Using the horizontal and vertical distances as the two sides of a right triangle, we have:
Hypotenuse^2 = Horizontal distance^2 + Vertical distance^2
Hypotenuse^2 = 5^2 + (-2)^2
Hypotenuse^2 = 25 + 4
Hypotenuse^2 = 29
To find the length of the hypotenuse, we take the square root of both sides:
Hypotenuse = sqrt(29)
Rounding to the nearest hundredth, Hypotenuse ≈ 5.39
Therefore, the length between (2, 5) and (7, 3) is approximately 5.39 units.
Apply the Pythagorean Theorem to find the length between ( − 1 , 6 ) and ( 5 , − 2 ) . Round your answer to the nearest hundredth, if necessary.(1 point)
To apply the Pythagorean Theorem to find the length between two points, we need to find the horizontal and vertical distances between the two points.
The horizontal distance is found by subtracting the x-coordinates of the two points.
Horizontal distance = 5 - (-1) = 6
The vertical distance is found by subtracting the y-coordinates of the two points.
Vertical distance = (-2) - 6 = -8
Now, we can apply the Pythagorean Theorem, which states that the square of the length of the hypotenuse of a right triangle is equal to the sum of the squares of the lengths of the other two sides.
Using the horizontal and vertical distances as the two sides of a right triangle, we have:
Hypotenuse^2 = Horizontal distance^2 + Vertical distance^2
Hypotenuse^2 = 6^2 + (-8)^2
Hypotenuse^2 = 36 + 64
Hypotenuse^2 = 100
To find the length of the hypotenuse, we take the square root of both sides:
Hypotenuse = sqrt(100)
Rounding to the nearest hundredth, Hypotenuse ≈ 10.00
Therefore, the length between (-1, 6) and (5, -2) is approximately 10.00 units.

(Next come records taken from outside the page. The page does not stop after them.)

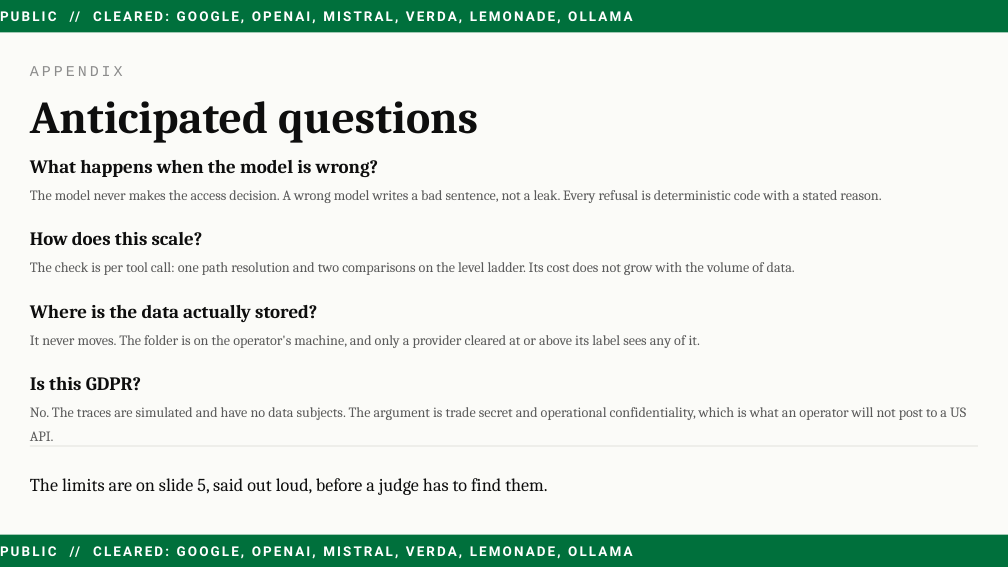
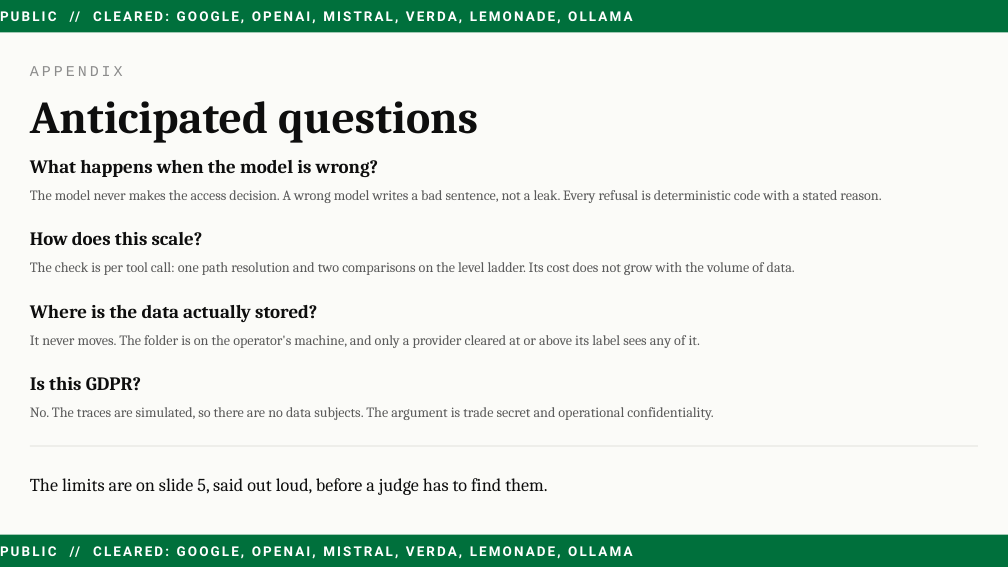
Before and after one commit to AJBogo9/aaltoai-hackathon-2026, a slide deck: slide 9 of demo/Norrin_Pitch.pptx. Drawn at 1008x567 pixels with LibreOffice and Linux fonts; fonts in the diff are those of the drawing. Boxes give left, top, right and bottom in pixels: in the first picture for what was removed or moved away, otherwise in the second. Text is boxed around its words. In the diff, an @@ line names an element or a change of style, - is before the commit and + after.

Commit message:
Rebuild the deck on the confidential-plant workspace, and retime the script
The deck and its stage script now run the demo on two workspaces rather than
one, so the injection slide and the live demo show the same folders. The
sections are renamed and retimed around that, and the GDPR answer drops the
clause about a US API.

The site's headline follows the deck: the folder decides which model sees it.

Bands verified against .pi/confidentiality.json: 18 of them over 9 slides,
listing 6, 4 and 2 cleared providers. The PDF has 9 pages and the pptx opens.

```diff
--- a/demo/Norrin_Pitch.pptx
+++ b/demo/Norrin_Pitch.pptx
@@ text at (30, 407, 713, 420): text changed @@
-No. The traces are simulated and have no data subjects. The argument is trade secret and operational confidentiality, which is what an operator will not post to a US API.
+No. The traces are simulated, so there are no data subjects. The argument is trade secret and operational confidentiality.
```
Also in this commit, not shown: 4 other files.

To find the length between two points using the Pythagorean Theorem, we first need to determine the distance between the x-coordinates and the distance between the y-coordinates.
Given points:
Point 1: (2, 5)
Point 2: (7, 3)
Distance between x-coordinates:
x₁ = 2
x₂ = 7
Δx = x₂ - x₁ = 7 - 2 = 5
Distance between y-coordinates:
y₁ = 5
y₂ = 3
Δy = y₂ - y₁ = 3 - 5 = -2
The Pythagorean Theorem states that the square of the hypotenuse (the side opposite the right angle) is equal to the sum of the squares of the other two sides.
To find the length between the two points, we can treat the Δx and Δy as the two sides of a right triangle, with the hypotenuse being the desired length.
Using the Pythagorean Theorem:
length² = (Δx)² + (Δy)²
length² = 5² + (-2)²
length² = 25 + 4
length² = 29
Taking the square root of both sides:
length = √29
Round the length to the nearest hundredth:
length ≈ 5.39
Therefore, the length between the points (2, 5) and (7, 3) is approximately 5.39 units.